The case is now before the Ninth Circuit, and the stakes extend well beyond shopping agents. If the Power Ventures framework controls, then that empowers platforms to unilaterally block any AI agent from accessing logged-in user accounts, effectively giving platforms veto power over the tools users choose to interact with their own accounts. Platforms have legitimate interests in account security, fraud prevention, and bot detection. But the framework also raises significant competition and consumer-autonomy questions, because this veto power may restrict consumer choice while protecting a platform’s advertising and monetization model. The district court’s public-interest analysis did not meaningfully engage with these tensions.
So What is Next?
As agentic AI systems become more sophisticated, and as they begin interacting with each other in multi-agent workflows, courts and regulators will face questions that existing frameworks may not cleanly answer.
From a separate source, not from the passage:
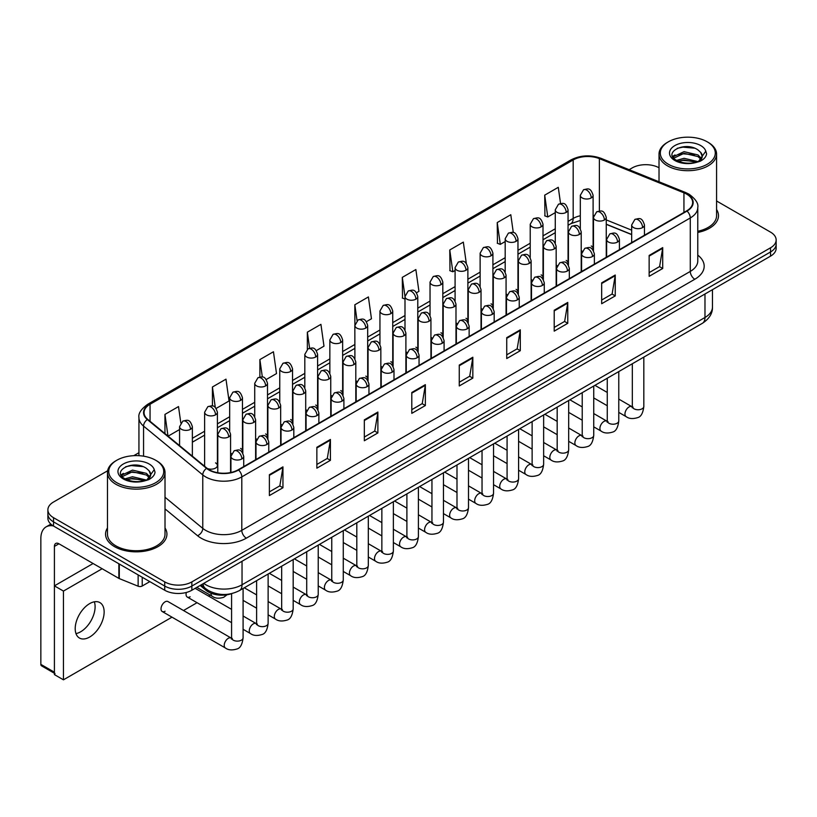 <?xml version="1.0" encoding="UTF-8"?>
<svg xmlns="http://www.w3.org/2000/svg" width="817" height="817" viewBox="0 0 817 817"><rect width="100%" height="100%" fill="white"/><g stroke="black" fill="none" stroke-linecap="round" stroke-linejoin="round"><path stroke-width="1.23" d="M556.163 264.922A6.393 3.687 0 0 0 557.143 265.648M531.121 279.383A6.393 3.687 0 0 0 532.092 280.108M506.07 293.844A6.393 3.687 0 0 0 507.051 294.569M481.029 308.305A6.393 3.687 0 0 0 481.999 309.03M455.988 322.766A6.393 3.687 0 0 0 456.958 323.491M430.937 337.227A6.393 3.687 0 0 0 431.907 337.952M405.896 351.688A6.393 3.687 0 0 0 406.866 352.403M380.845 366.149A6.393 3.687 0 0 0 381.815 366.864M355.803 380.61A6.393 3.687 0 0 0 356.774 381.325M330.752 395.06A6.393 3.687 0 0 0 331.722 395.785M305.711 409.521A6.393 3.687 0 0 0 306.681 410.246M280.66 423.982A6.393 3.687 0 0 0 281.63 424.707M255.619 438.443A6.393 3.687 0 0 0 256.589 439.168M230.568 452.904A6.393 3.687 0 0 0 231.538 453.629M207.314 468.488A6.393 3.687 0 0 0 213.952 468.764A6.393 3.687 0 0 0 217.414 465.476L217.414 412.228A6.393 3.687 0 0 1 215.535 414.842A6.393 3.687 0 0 1 206.497 414.842A6.393 3.687 0 0 1 204.628 412.228L204.628 465.476A6.393 3.687 0 0 0 204.863 466.476M581.214 250.462A6.393 3.687 0 0 0 582.184 251.187M631.674 234.612L606.255 224.338M567.754 264.167A6.393 3.687 0 0 0 568.06 263.033A6.393 3.687 0 0 0 566.181 260.429M542.702 278.628A6.393 3.687 0 0 0 543.009 277.494A6.393 3.687 0 0 0 541.14 274.89M517.661 293.089A6.393 3.687 0 0 0 517.968 291.955A6.393 3.687 0 0 0 516.089 289.351M492.61 307.539A6.393 3.687 0 0 0 492.917 306.416A6.393 3.687 0 0 0 491.048 303.812M467.569 322A6.393 3.687 0 0 0 467.875 320.877A6.393 3.687 0 0 0 465.996 318.273M442.518 336.461A6.393 3.687 0 0 0 442.824 335.338A6.393 3.687 0 0 0 440.955 332.723M417.477 350.922A6.393 3.687 0 0 0 417.783 349.799A6.393 3.687 0 0 0 415.904 347.184M392.426 365.383A6.393 3.687 0 0 0 392.732 364.259A6.393 3.687 0 0 0 390.863 361.645M367.384 379.844A6.393 3.687 0 0 0 367.691 378.72A6.393 3.687 0 0 0 365.812 376.106M342.333 394.305A6.393 3.687 0 0 0 342.64 393.181A6.393 3.687 0 0 0 340.771 390.567M317.292 408.766A6.393 3.687 0 0 0 317.599 407.642A6.393 3.687 0 0 0 315.719 405.028M292.241 423.226A6.393 3.687 0 0 0 292.547 422.103A6.393 3.687 0 0 0 290.678 419.489M267.2 437.687A6.393 3.687 0 0 0 267.506 436.564A6.393 3.687 0 0 0 265.627 433.95M242.149 452.148A6.393 3.687 0 0 0 242.455 451.025A6.393 3.687 0 0 0 240.586 448.41M217.414 465.476A6.393 3.687 0 0 0 215.535 462.871M592.795 249.706A6.393 3.687 0 0 0 593.101 248.572A6.393 3.687 0 0 0 591.232 245.968M231.936 593.551A19.179 11.07 180 0 1 206.211 590.456L200.145 585.462M107.466 527.966A30.689 17.719 0 0 0 105.556 534.124A30.689 17.719 0 0 0 114.543 546.655A30.689 17.719 0 0 0 147.989 550.495A30.689 17.719 0 0 0 166.934 534.124A30.689 17.719 0 0 0 165.014 527.966A30.689 17.719 0 0 1 166.934 534.124A30.689 17.719 0 0 1 147.989 550.495A30.689 17.719 0 0 1 114.543 546.655A30.689 17.719 0 0 1 105.556 534.124A30.689 17.719 0 0 1 107.466 527.966M686.668 194.15A20.456 11.816 180 0 1 692.663 202.504A20.456 11.816 180 0 1 686.668 210.857L238.186 469.785A20.456 11.816 180 0 1 206.967 468.212L147.754 419.387A20.456 11.816 180 0 1 144.058 412.616A20.456 11.816 180 0 1 150.052 404.262L573.177 159.969A20.456 11.816 180 0 1 599.382 158.651L683.941 192.832A20.456 11.816 180 0 1 686.668 194.15M687.026 193.946A20.966 12.112 0 0 0 684.227 192.587L599.668 158.406A20.966 12.112 0 0 0 572.819 159.764L149.685 404.058A20.966 12.112 0 0 0 147.336 419.56L206.548 468.376A20.966 12.112 0 0 0 238.554 470L687.026 211.072A20.966 12.112 0 0 0 687.026 193.946M107.63 470.776L53.514 502.026A19.179 11.07 0 0 0 47.886 509.849L47.886 518.203A19.179 11.07 0 0 0 53.514 526.036L164.728 590.242L164.728 586.065A19.179 11.07 0 0 0 191.852 586.065L770.533 251.973A19.179 11.07 0 0 0 776.15 244.14A19.179 11.07 0 0 1 770.533 251.973L191.852 586.065A19.179 11.07 0 0 1 164.728 586.065L53.514 521.859L164.728 586.065L164.728 581.898A19.179 11.07 0 0 0 191.852 581.898L770.533 247.796A19.179 11.07 0 0 0 776.15 239.963A19.179 11.07 0 0 0 770.533 232.13L716.57 200.982M47.886 514.026A19.179 11.07 0 0 0 53.514 521.859A19.179 11.07 0 0 1 47.886 514.026M269.385 474.697L269.385 495.572L282.948 487.749L282.948 466.864L269.385 474.697M269.385 491.875L279.833 485.839L282.896 467.559A5.116 2.951 -120 0 0 282.948 466.864M279.741 485.89L282.948 487.749M316.853 447.287L316.853 468.172L330.415 460.339L330.415 439.454L316.853 447.287M316.853 464.464L327.3 458.429L330.364 440.149A5.116 2.951 -120 0 0 330.415 439.454M327.208 458.49L330.415 460.339M364.321 419.877L364.321 440.761L377.883 432.928L377.883 412.054L364.321 419.877M364.321 437.054L374.768 431.029L377.832 412.748A5.116 2.951 -120 0 0 377.883 412.054M374.676 431.08L377.883 432.928M411.799 392.477L411.799 413.351L425.361 405.528L425.361 384.644L411.799 392.477M411.799 409.654L422.236 403.618L425.3 385.338A5.116 2.951 -120 0 0 425.361 384.644M422.144 403.669L425.361 405.528M649.147 255.445L649.147 276.32L662.71 268.497L662.71 247.612L649.147 255.445M649.147 272.623L659.595 266.587L662.648 248.307A5.116 2.951 -120 0 0 662.71 247.612M659.503 266.638L662.71 268.497M601.669 282.845L601.669 303.73L615.242 295.897L615.242 275.023L601.669 282.845M601.669 300.023L612.117 293.997L615.181 275.707A5.116 2.951 -120 0 0 615.242 275.023M612.025 294.049L615.242 295.897M554.202 310.256L554.202 331.14L567.764 323.307L567.764 302.423L554.202 310.256M554.202 327.433L564.649 321.398L567.713 303.117A5.116 2.951 -120 0 0 567.764 302.423M564.557 321.449L567.764 323.307M506.734 337.666L506.734 358.54L520.296 350.707L520.296 329.833L506.734 337.666M506.734 354.833L517.181 348.808L520.245 330.528A5.116 2.951 -120 0 0 520.296 329.833M517.09 348.859L520.296 350.707M459.266 365.066L459.266 385.951L472.829 378.118L472.829 357.233L459.266 365.066M459.266 382.244L469.714 376.218L472.767 357.928A5.116 2.951 -120 0 0 472.829 357.233M469.622 376.269L472.829 378.118M697.779 232.447A30.689 17.719 0 0 0 718.49 215.688A30.689 17.719 0 0 0 716.57 209.52A30.689 17.719 0 0 1 718.49 215.688A30.689 17.719 0 0 1 697.779 232.447M659.023 167.761A19.179 11.07 0 0 0 632.195 167.924L629.131 169.691M138.941 452.7L133.784 455.672M47.886 509.849A19.179 11.07 0 0 0 53.514 517.682L164.728 581.898M266.25 379.507L276.514 373.573L273.45 351.759L259.888 359.582L259.888 377.035M216.158 408.418L229.046 400.984L225.982 379.159L212.42 386.992L212.42 405.998M180.812 422.92L178.514 406.57L164.952 414.403L164.952 433.572M416.527 292.741L418.927 291.352L415.863 269.539L402.301 277.372L402.515 298.123M466.323 263.462L463.331 242.128L449.769 249.961L449.993 270.713M513.301 232.559L510.799 214.728L497.236 222.551L497.461 243.313M560.544 203.494L558.277 187.318L544.714 195.151L544.929 215.902M316.342 350.585L323.981 346.163L320.928 324.349L307.355 332.182L307.355 349.278M366.435 321.663L371.459 318.763L368.396 296.939L354.833 304.772L354.905 325.615M354.905 358.724L354.833 325.452M354.833 304.772L357.06 320.683M404.997 299.042L402.301 298.042M402.301 277.372L404.997 296.561A6.393 3.687 0 0 0 406.866 299.165A6.393 3.687 0 0 0 415.904 299.165A6.393 3.687 0 0 0 417.783 296.551C415.189 288.35 412.667 289.984 408.194 291.015A6.393 3.687 60 0 1 411.39 291.332A6.393 3.687 -120 0 1 415.904 299.165M449.769 249.961L452.832 271.775L455.089 270.478M452.832 271.775L449.769 270.631M497.236 222.551L500.3 244.375L505.182 241.556M500.3 244.375L497.236 243.231M544.714 195.151L547.768 216.965L555.274 212.634M547.768 216.965L544.714 215.821M307.355 332.182L309.612 348.195M259.888 359.582L262.339 377.035M212.42 386.992L215.3 407.479M168.098 436.166L179.577 429.538M164.952 414.403L167.996 436.074M164.728 590.242A19.179 11.07 0 0 0 191.852 590.242L770.533 256.15A19.179 11.07 0 0 0 776.15 248.317L776.15 239.963M80.638 631.796A20.456 11.816 120 0 0 94.333 601.812A20.456 11.816 120 0 1 80.638 631.796A20.456 11.816 120 0 1 75.981 633.604A20.456 11.816 120 0 0 80.638 631.796M142.229 577.262L142.229 586.003L149.807 581.633M53.289 525.913A25.572 14.767 -120 0 0 46.15 526.853A25.572 14.767 -120 0 0 40.85 538.566L40.85 664.374L54.412 672.207L54.412 546.399A6.393 3.687 60 0 1 55.74 543.468A6.393 3.687 60 0 1 58.936 543.785L118.863 578.385L118.863 563.771M54.412 673.29L41.514 665.835A3.197 1.848 -60 0 1 40.85 664.374M54.412 672.207A3.197 1.848 120 0 0 55.076 673.668M142.229 586.003A3.197 1.848 180 0 1 138.134 586.208L119.292 578.589A3.197 1.848 180 0 1 118.863 578.385M697.779 231.272A28.769 16.616 0 0 0 716.57 215.688L716.57 154.086A28.769 16.616 0 0 0 708.145 142.342L707.236 141.821A27.492 15.87 0 0 0 668.357 141.821A27.492 15.87 0 0 0 668.357 164.268A27.492 15.87 0 0 0 707.236 164.268A27.492 15.87 0 0 0 707.236 141.821L708.145 142.342M668.357 141.821L667.458 142.342A28.769 16.616 0 0 0 659.023 154.086A28.769 16.616 0 0 0 667.458 165.831A28.769 16.616 0 0 0 698.811 169.436A28.769 16.616 0 0 0 716.57 154.086M702.038 157.17L702.252 156.18A14.451 8.344 0 0 0 700.618 152.319L698.035 149.96C684.707 140.534 662.505 152.84 676.21 160.142C681.807 163.175 688.425 163.951 696.043 162.471L700.108 161.286C704.009 159.284 706.174 156.782 706.603 153.78L705.806 151.196L698.504 161.429M676.639 160.398L684.054 158.304L698.167 161.664M694.44 161.398L682.92 160.408L678.345 161.235L684.054 159.958L696.564 162.358M673.402 157.722L673.841 156.466L684.054 151.666L698.014 154.934L701.374 158.437M673.8 158.192L684.054 153.33L698.014 156.588L700.823 159.223M700.618 152.319L702.242 156.374M702.252 156.701L700.649 161.01M672.575 156.323L675.026 154.954M677.252 148.296L682.92 147.152L694.583 148.173M672.881 156.946L673.913 156.333M678.324 154.607L682.92 153.78L694.44 154.77M116.8 460.257L115.902 460.778A28.769 16.616 0 0 0 107.466 472.522L107.466 534.124A28.769 16.616 0 0 0 115.902 545.868A28.769 16.616 0 0 0 147.254 549.473A28.769 16.616 0 0 0 165.014 534.124L165.014 472.522A28.769 16.616 0 0 0 156.588 460.778L155.679 460.257A27.492 15.87 0 0 0 116.8 460.257A27.492 15.87 0 0 0 116.8 482.704A27.492 15.87 0 0 0 155.679 482.704A27.492 15.87 0 0 0 155.679 460.257L156.588 460.778M107.466 472.522A28.769 16.616 0 0 0 115.902 484.277A28.769 16.616 0 0 0 147.254 487.872A28.769 16.616 0 0 0 165.014 472.522M150.481 475.606L150.696 474.616A14.451 8.344 0 0 0 149.062 470.766L146.478 468.407C133.151 458.98 110.949 471.276 124.654 478.588C130.25 481.622 136.868 482.387 144.486 480.907L148.551 479.722C152.452 477.72 154.617 475.218 155.046 472.226L154.25 469.632L146.948 479.865M125.083 478.833L132.497 476.74L146.611 480.11M142.883 479.834L131.363 478.844L126.788 479.671L132.497 478.394L145.007 480.794M121.845 476.158L122.284 474.902L132.497 470.112L146.457 473.37L149.817 476.873M122.244 476.638L132.497 471.766L146.457 475.034L149.266 477.659M149.062 470.766L150.685 474.81M150.696 475.137L149.092 479.446M121.018 474.759L123.469 473.39M125.695 466.732L131.363 465.588L143.026 466.619M121.325 475.382L122.356 474.769M126.768 473.053L131.363 472.216L142.883 473.206M162.205 611.514L225.41 648.004A5.75 3.319 -60 0 1 224.532 643.398A5.75 3.319 -60 0 1 228.29 638.322A5.75 3.319 -60 0 1 228.546 638.189A5.75 3.319 -60 0 1 231.17 638.046L167.965 601.547A5.75 3.319 120 0 0 165.085 601.833A5.75 3.319 120 0 0 161.327 606.908A5.75 3.319 120 0 0 162.205 611.514A5.75 3.319 120 0 0 165.085 611.228M89.676 637.025A20.456 11.816 120 0 0 103.044 618.99A20.456 11.816 120 0 0 99.909 602.599A20.456 11.816 120 0 0 89.676 603.61A20.456 11.816 120 0 0 76.308 621.635A20.456 11.816 120 0 0 79.443 638.036A20.456 11.816 120 0 0 89.676 637.025M186.368 592.458A5.75 3.319 120 0 0 187.256 597.053A5.75 3.319 120 0 0 190.136 596.778M102.156 568.734L63.45 591.079L63.45 679.826L171.989 617.162M183.498 610.524L197.04 602.701M208.549 596.063L210.194 595.113M93.118 563.516L54.412 585.86L54.412 674.607L63.45 679.826M63.45 591.079L54.412 585.86M206.211 589.108L206.211 590.456M697.779 255.118A31.965 18.454 180 0 1 694.807 279.251L246.325 538.168A6.393 3.687 60 0 1 241.801 530.345L690.283 271.418A25.572 14.767 0 0 0 697.779 260.97L697.779 207.518A25.572 14.767 180 0 1 690.283 217.955A6.393 3.687 -120 0 0 687.026 211.072M246.325 538.168A31.965 18.454 180 0 1 201.115 538.168A31.965 18.454 180 0 1 197.54 535.707L165.014 508.889M206.548 468.376A6.393 4.279 129.5 0 0 202.769 474.912L202.769 528.374A25.572 14.767 0 0 0 205.639 530.345A25.572 14.767 0 0 0 241.801 530.345L241.801 476.883A25.572 14.767 180 0 1 202.769 474.912L143.567 426.096A25.572 14.767 180 0 1 138.941 417.63L138.941 455.682M697.779 207.518C698.627 203.525 695.686 199.072 688.966 194.15L685.596 192.516A6.393 2.992 112 0 0 684.227 192.587M685.596 192.516L601.036 158.335C590.446 154.587 580.397 155.128 570.879 159.969A6.393 3.687 60 0 1 572.819 159.764M149.685 404.058A6.393 3.687 -120 0 0 147.754 404.262C141.116 409.031 138.175 413.484 138.941 417.63M147.336 419.56A6.393 4.279 129.5 0 0 143.567 426.096L143.567 456.182M601.036 158.335A6.393 2.992 112 0 0 599.668 158.406M238.554 470A6.393 3.687 60 0 1 241.801 476.883L690.283 217.955L690.283 271.418A6.393 3.687 60 0 0 694.807 279.251M191.852 581.898L191.852 590.242M770.533 247.796L770.533 256.15M53.514 517.682L53.514 526.036M165.014 497.236L202.769 528.374A6.393 4.279 -50.5 0 1 197.54 535.707M150.052 404.262L150.052 421.276M683.941 192.832L683.941 212.44M599.382 158.651L599.382 211.011M631.674 230.169L606.255 219.896M593.755 215.514A20.456 11.816 0 0 0 593.101 215.412M580.315 215.759A20.456 11.816 0 0 0 573.177 218.435L568.06 221.397M573.177 159.969L573.177 218.435A11.509 6.648 60 0 1 570.797 223.705L568.06 225.288M555.274 228.78L543.009 235.858M530.223 243.241L517.968 250.319M505.182 257.702L492.917 264.779M480.13 272.153L467.875 279.23M455.089 286.614L442.824 293.691M430.038 301.075L417.783 308.152M404.997 315.536L392.732 322.613M379.946 329.997L367.691 337.074M354.905 344.457L342.64 351.535M329.854 358.918L317.599 365.996M304.812 373.379L292.547 380.456M279.761 387.84L267.506 394.917M254.72 402.301L242.455 409.378M229.669 416.762L217.414 423.839M204.628 431.223L192.363 438.3M459.266 365.73L472.767 357.928M506.734 338.32L520.245 330.528M554.202 310.92L567.713 303.117M601.669 283.509L615.181 275.707M649.147 256.099L662.648 248.307M411.799 393.14L425.3 385.338M364.321 420.541L377.832 412.748M316.853 447.951L330.364 440.149M269.385 475.351L282.896 467.559M203.75 583.379A25.572 14.767 0 0 0 205.864 584.768A25.572 14.767 0 0 0 242.036 584.768L704.979 317.486A25.572 14.767 0 0 0 712.465 307.049C712.659 313.391 709.279 318.824 702.334 323.338L239.381 590.62A12.786 7.384 60 0 0 242.036 584.768L242.036 561.269M704.979 293.997L704.979 317.486A12.786 7.384 60 0 1 702.334 323.338M203.045 583.777A12.786 8.548 129.5 0 0 205.343 588.424L201.084 584.911M642.591 227.586A6.393 3.687 0 0 0 644.46 224.981C641.866 216.781 639.343 218.415 634.87 219.446A6.393 3.687 60 0 1 638.067 219.763A6.393 3.687 -120 0 1 642.591 227.586A6.393 3.687 0 0 1 633.543 227.586A6.393 3.687 0 0 1 631.674 224.981L634.87 219.446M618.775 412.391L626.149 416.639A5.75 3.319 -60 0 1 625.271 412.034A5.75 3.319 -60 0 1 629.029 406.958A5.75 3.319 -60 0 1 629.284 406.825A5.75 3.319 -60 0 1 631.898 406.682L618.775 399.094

When a consumer’s AI agent transacts with a business’s AI agent, traditional assumptions about notice, consent, and human decision-making may not hold. And when multiple AI agents are chained together across different vendors and platforms, the allocation of responsibility among the parties in the chain will become increasingly complex.
The law here is beginning to take shape. Agentic AI is being deployed now, and the legal system is starting to adapt. Companies deploying AI agents should be thinking carefully about how existing liability frameworks apply to their specific use cases, and they should structure their agreements and disclosures accordingly.